Over the last seven years, more than half have fled the country and, as the New York Times reported this week, a wave of targeted killings -- including the Oct. 31 slaying of 51 worshipers and two priests during Mass at one of Baghdad's largest churches -- has sent many more Christians fleeing.
 Much of the Iraqi population has fled to country.
Despite Prime Minister Nouri al-Maliki's promises to increase security, many believe the Christians are being targeted not only by Al-Qaida in Iraq, which has instructed its fighters "to kill Christians wherever they can reach them," but also by complicit elements within the government's security services.
EXcept that "to kill Christians wherever they can reach them," is a direct violation of all the mandates of the Koran.
The United States, meanwhile, does nothing -- as it did nothing four years ago, when Father Boulos Iskander was kidnapped, beheaded and dismembered; or three years ago, when Father Ragheed Ganni was shot dead at the altar of this church; or two years ago, when Chaldean Catholic Archbishop Paulos Faraj Rahho was kidnapped and murdered; as it has done nothing about all the church bombings and assassinations of lay Christians that have become commonplace over the last seven years.
 The U.S. has a virtually perfect track record of doing nothing when Christians are killed in foreign lands where we have installed right-wing dictators.
The human tragedy is compounded by the historic one. The churches of the Middle East preserve the traditions of the Apostolic era in ways no other Christian rites or denominations do.
Yes. They do.  And they get no help in this endeavour when Americans invade and occupy the soil of sovereign nations.
Today, the Christian population is declining in every majority Muslim country in the region.
 And Europe too!
The West has long turned a blind eye to the intolerance of the Middle East's Muslim states -- an intolerance that has intensified with the spread of Salafism, Islam's brand of militant fundamentalism.
 Just how rapidly has Salafism grown?
Our ally Saudi Arabia is the great financial and ideological backer of this hatred. When it comes to religion, the kingdom and North Korea are the most criminally intolerant countries in the world.
 If you know that going in, you ought to stay out!
Oil and geopolitics prevent the United States and Western European countries from speaking out against what amounts to genocide, though something more sinister than self-interest also is at work.
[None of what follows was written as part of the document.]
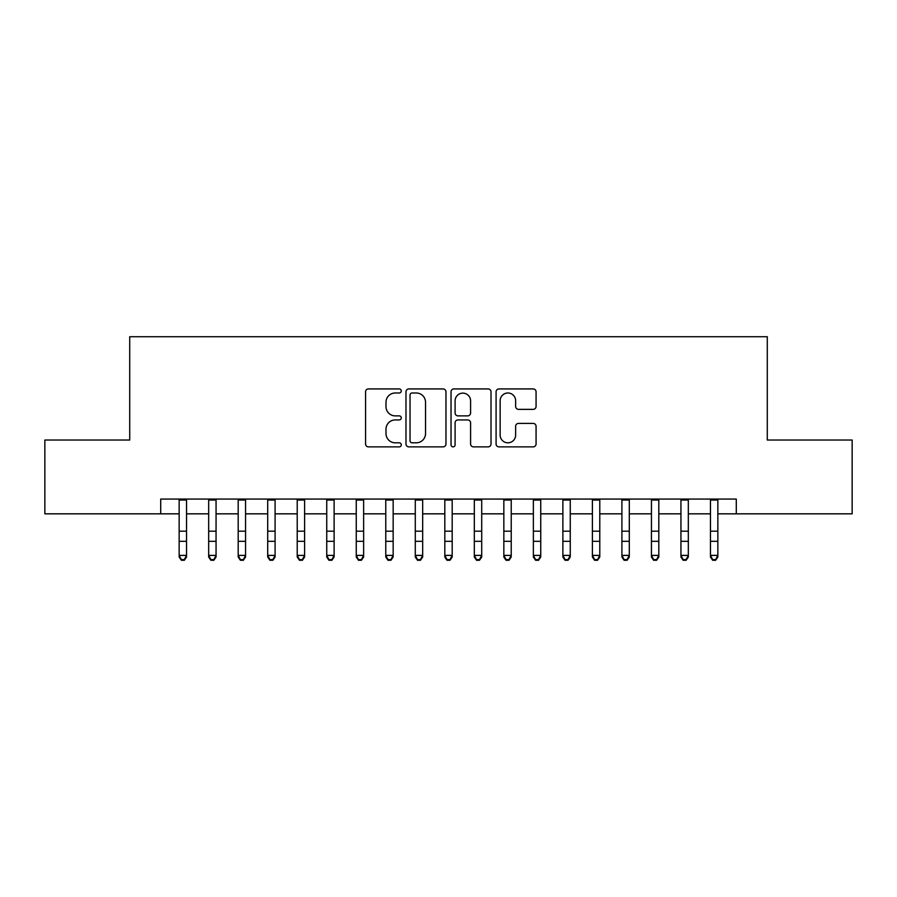<?xml version="1.0" encoding="UTF-8"?>
<svg xmlns="http://www.w3.org/2000/svg" width="897" height="897" viewBox="0 0 897 897"><rect width="100%" height="100%" fill="white"/><g stroke="black" fill="none" stroke-linecap="round" stroke-linejoin="round"><path stroke-width="1.35" d="M401.273 390.957A2.029 2.029 0 0 0 399.243 388.928L368.465 388.928A2.893 2.893 0 0 0 365.561 391.821L365.561 443.981A2.893 2.893 0 0 0 368.465 446.874L399.243 446.874A2.029 2.029 0 0 0 401.273 444.845A2.029 2.029 0 0 0 399.243 442.815L395.263 442.815A9.273 9.273 0 0 1 385.99 433.543L385.99 429.203A9.273 9.273 0 0 1 395.263 419.931L399.243 419.931A2.029 2.029 0 0 0 401.273 417.901A2.029 2.029 0 0 0 399.243 415.872L395.263 415.872A9.273 9.273 0 0 1 385.99 406.599L385.99 402.26A9.273 9.273 0 0 1 395.263 392.987L399.243 392.987A2.029 2.029 0 0 0 401.273 390.957M533.177 409.357A2.893 2.893 0 0 0 536.07 406.453L536.07 391.821A2.893 2.893 0 0 0 533.177 388.928L498.99 388.928A2.893 2.893 0 0 0 496.086 391.821L496.086 443.981A2.893 2.893 0 0 0 498.99 446.874L533.177 446.874A2.893 2.893 0 0 0 536.07 443.981L536.07 426.299A2.893 2.893 0 0 0 533.177 423.406L518.544 423.406A2.893 2.893 0 0 0 515.64 426.299L515.64 435.067A7.748 7.748 0 0 1 507.893 442.815A7.748 7.748 0 0 1 500.145 435.067L500.145 400.735A7.748 7.748 0 0 1 507.893 392.987A7.748 7.748 0 0 1 515.64 400.735L515.64 406.453A2.893 2.893 0 0 0 518.544 409.357L533.177 409.357M160.709 513.835L44.85 513.835L44.85 440.035L129.717 440.035L129.717 336.723L767.283 336.723L767.283 440.035L852.15 440.035L852.15 513.835L736.291 513.835L736.291 499.068L160.709 499.068L160.709 513.835L179.153 513.835M445.966 391.821A2.893 2.893 0 0 0 443.062 388.928L408.875 388.928A2.893 2.893 0 0 0 405.982 391.821L405.982 443.981A2.893 2.893 0 0 0 408.875 446.874L443.062 446.874A2.893 2.893 0 0 0 445.966 443.981L445.966 391.821M453.938 388.928L488.125 388.928A2.893 2.893 0 0 1 491.018 391.821L491.018 443.981A2.893 2.893 0 0 1 488.125 446.874L473.493 446.874A2.893 2.893 0 0 1 470.589 443.981L470.589 422.823A2.893 2.893 0 0 0 467.696 419.931L457.986 419.931A2.893 2.893 0 0 0 455.093 422.823L455.093 444.845A2.029 2.029 0 0 1 453.063 446.874A2.029 2.029 0 0 1 451.034 444.845L451.034 391.821A2.893 2.893 0 0 1 453.938 388.928M186.531 513.835L208.676 513.835M216.054 513.835L238.187 513.835M245.565 513.835L267.71 513.835M275.087 513.835L297.221 513.835M304.599 513.835L326.743 513.835M334.121 513.835L356.255 513.835M363.633 513.835L385.777 513.835M393.155 513.835L415.289 513.835M422.678 513.835L444.811 513.835M452.189 513.835L474.322 513.835M481.711 513.835L503.845 513.835M511.223 513.835L533.367 513.835M540.745 513.835L562.879 513.835M570.257 513.835L592.401 513.835M599.779 513.835L621.913 513.835M629.29 513.835L651.435 513.835M658.813 513.835L680.946 513.835M688.324 513.835L710.469 513.835M717.847 513.835L736.291 513.835M412.071 392.987A2.029 2.029 0 0 0 410.041 395.016L410.041 440.786A2.029 2.029 0 0 0 412.071 442.815L416.264 442.815A9.273 9.273 0 0 0 425.537 433.543L425.537 402.26A9.273 9.273 0 0 0 416.264 392.987L412.071 392.987M470.589 400.881A7.748 7.748 0 0 0 462.841 393.133A7.748 7.748 0 0 0 455.093 400.881L455.093 412.979A2.893 2.893 0 0 0 457.986 415.872L467.696 415.872A2.893 2.893 0 0 0 470.589 412.979L470.589 400.881M186.531 499.068L186.531 557.026L184.322 560.277L184.322 559.616L181.373 559.616L181.373 560.277L184.322 560.277M179.153 499.068L179.153 555.389L186.531 555.389L184.322 559.616M181.373 560.277L179.153 557.026L179.153 555.389L181.373 559.616M216.054 499.068L216.054 557.026L213.834 560.277L213.834 559.616L210.885 559.616L210.885 560.277L213.834 560.277M208.676 499.068L208.676 555.389L216.054 555.389L213.834 559.616M210.885 560.277L208.676 557.026L208.676 555.389L210.885 559.616M245.565 499.068L245.565 557.026L243.356 560.277L243.356 559.616L240.407 559.616L240.407 560.277L243.356 560.277M238.187 499.068L238.187 555.389L245.565 555.389L243.356 559.616M240.407 560.277L238.187 557.026L238.187 555.389L240.407 559.616M275.087 499.068L275.087 557.026L272.867 560.277L272.867 559.616L269.919 559.616L269.919 560.277L272.867 560.277M267.71 499.068L267.71 555.389L275.087 555.389L272.867 559.616M269.919 560.277L267.71 557.026L267.71 555.389L269.919 559.616M304.599 499.068L304.599 557.026L302.39 560.277L302.39 559.616L299.441 559.616L299.441 560.277L302.39 560.277M297.221 499.068L297.221 555.389L304.599 555.389L302.39 559.616M299.441 560.277L297.221 557.026L297.221 555.389L299.441 559.616M334.121 499.068L334.121 557.026L331.901 560.277L331.901 559.616L328.952 559.616L328.952 560.277L331.901 560.277M326.743 499.068L326.743 555.389L334.121 555.389L331.901 559.616M328.952 560.277L326.743 557.026L326.743 555.389L328.952 559.616M363.633 499.068L363.633 557.026L361.424 560.277L361.424 559.616L358.475 559.616L358.475 560.277L361.424 560.277M356.255 499.068L356.255 555.389L363.633 555.389L361.424 559.616M358.475 560.277L356.255 557.026L356.255 555.389L358.475 559.616M393.155 499.068L393.155 557.026L390.946 560.277L390.946 559.616L387.986 559.616L387.986 560.277L390.946 560.277M385.777 499.068L385.777 555.389L393.155 555.389L390.946 559.616M387.986 560.277L385.777 557.026L385.777 555.389L387.986 559.616M422.678 499.068L422.678 557.026L420.458 560.277L420.458 559.616L417.509 559.616L417.509 560.277L420.458 560.277M415.289 499.068L415.289 555.389L422.678 555.389L420.458 559.616M417.509 560.277L415.289 557.026L415.289 555.389L417.509 559.616M452.189 499.068L452.189 557.026L449.98 560.277L449.98 559.616L447.02 559.616L447.02 560.277L449.98 560.277M444.811 499.068L444.811 555.389L452.189 555.389L449.98 559.616M447.02 560.277L444.811 557.026L444.811 555.389L447.02 559.616M481.711 499.068L481.711 557.026L479.491 560.277L479.491 559.616L476.542 559.616L476.542 560.277L479.491 560.277M474.322 499.068L474.322 555.389L481.711 555.389L479.491 559.616M476.542 560.277L474.322 557.026L474.322 555.389L476.542 559.616M511.223 499.068L511.223 557.026L509.014 560.277L509.014 559.616L506.054 559.616L506.054 560.277L509.014 560.277M503.845 499.068L503.845 555.389L511.223 555.389L509.014 559.616M506.054 560.277L503.845 557.026L503.845 555.389L506.054 559.616M540.745 499.068L540.745 557.026L538.525 560.277L538.525 559.616L535.576 559.616L535.576 560.277L538.525 560.277M533.367 499.068L533.367 555.389L540.745 555.389L538.525 559.616M535.576 560.277L533.367 557.026L533.367 555.389L535.576 559.616M570.257 499.068L570.257 557.026L568.048 560.277L568.048 559.616L565.099 559.616L565.099 560.277L568.048 560.277M562.879 499.068L562.879 555.389L570.257 555.389L568.048 559.616M565.099 560.277L562.879 557.026L562.879 555.389L565.099 559.616M599.779 499.068L599.779 557.026L597.559 560.277L597.559 559.616L594.61 559.616L594.61 560.277L597.559 560.277M592.401 499.068L592.401 555.389L599.779 555.389L597.559 559.616M594.61 560.277L592.401 557.026L592.401 555.389L594.61 559.616M629.29 499.068L629.29 557.026L627.081 560.277L627.081 559.616L624.133 559.616L624.133 560.277L627.081 560.277M621.913 499.068L621.913 555.389L629.29 555.389L627.081 559.616M624.133 560.277L621.913 557.026L621.913 555.389L624.133 559.616M658.813 499.068L658.813 557.026L656.593 560.277L656.593 559.616L653.644 559.616L653.644 560.277L656.593 560.277M651.435 499.068L651.435 555.389L658.813 555.389L656.593 559.616M653.644 560.277L651.435 557.026L651.435 555.389L653.644 559.616M688.324 499.068L688.324 557.026L686.115 560.277L686.115 559.616L683.166 559.616L683.166 560.277L686.115 560.277M680.946 499.068L680.946 555.389L688.324 555.389L686.115 559.616M683.166 560.277L680.946 557.026L680.946 555.389L683.166 559.616M717.847 499.068L717.847 557.026L715.627 560.277L715.627 559.616L712.678 559.616L712.678 560.277L715.627 560.277M710.469 499.068L710.469 555.389L717.847 555.389L715.627 559.616M712.678 560.277L710.469 557.026L710.469 555.389L712.678 559.616M186.531 531.192L179.153 531.192M186.531 541.317L179.153 541.317M186.531 500.033L179.153 500.033M216.054 531.192L208.676 531.192M216.054 541.317L208.676 541.317M216.054 500.033L208.676 500.033M245.565 531.192L238.187 531.192M245.565 541.317L238.187 541.317M245.565 500.033L238.187 500.033M275.087 531.192L267.71 531.192M275.087 541.317L267.71 541.317M275.087 500.033L267.71 500.033M304.599 531.192L297.221 531.192M304.599 541.317L297.221 541.317M304.599 500.033L297.221 500.033M334.121 531.192L326.743 531.192M334.121 541.317L326.743 541.317M334.121 500.033L326.743 500.033M363.633 531.192L356.255 531.192M363.633 541.317L356.255 541.317M363.633 500.033L356.255 500.033M393.155 531.192L385.777 531.192M393.155 541.317L385.777 541.317M393.155 500.033L385.777 500.033M422.678 531.192L415.289 531.192M422.678 541.317L415.289 541.317M422.678 500.033L415.289 500.033M452.189 531.192L444.811 531.192M452.189 541.317L444.811 541.317M452.189 500.033L444.811 500.033M481.711 531.192L474.322 531.192M481.711 541.317L474.322 541.317M481.711 500.033L474.322 500.033M511.223 531.192L503.845 531.192M511.223 541.317L503.845 541.317M511.223 500.033L503.845 500.033M540.745 531.192L533.367 531.192M540.745 541.317L533.367 541.317M540.745 500.033L533.367 500.033M570.257 531.192L562.879 531.192M570.257 541.317L562.879 541.317M570.257 500.033L562.879 500.033M599.779 531.192L592.401 531.192M599.779 541.317L592.401 541.317M599.779 500.033L592.401 500.033M629.29 531.192L621.913 531.192M629.29 541.317L621.913 541.317M629.29 500.033L621.913 500.033M658.813 531.192L651.435 531.192M658.813 541.317L651.435 541.317M658.813 500.033L651.435 500.033M688.324 531.192L680.946 531.192M688.324 541.317L680.946 541.317M688.324 500.033L680.946 500.033M717.847 531.192L710.469 531.192M717.847 541.317L710.469 541.317M717.847 500.033L710.469 500.033"/></g></svg>

 More sinister? Or more cowardly?
The soft bigotry of minimal expectation is in play, an unspoken presumption that Muslim societies simply can't be held to the same standards of humane, rational and decent conduct that govern the affairs of other nations.

Tim Rutten has been a journalist at the Los Angeles Times fore more than 30 years.

Tim Rutten, you ought to lose your license to write editorials. Forevah, and Evah. Insha' Allah. Amen.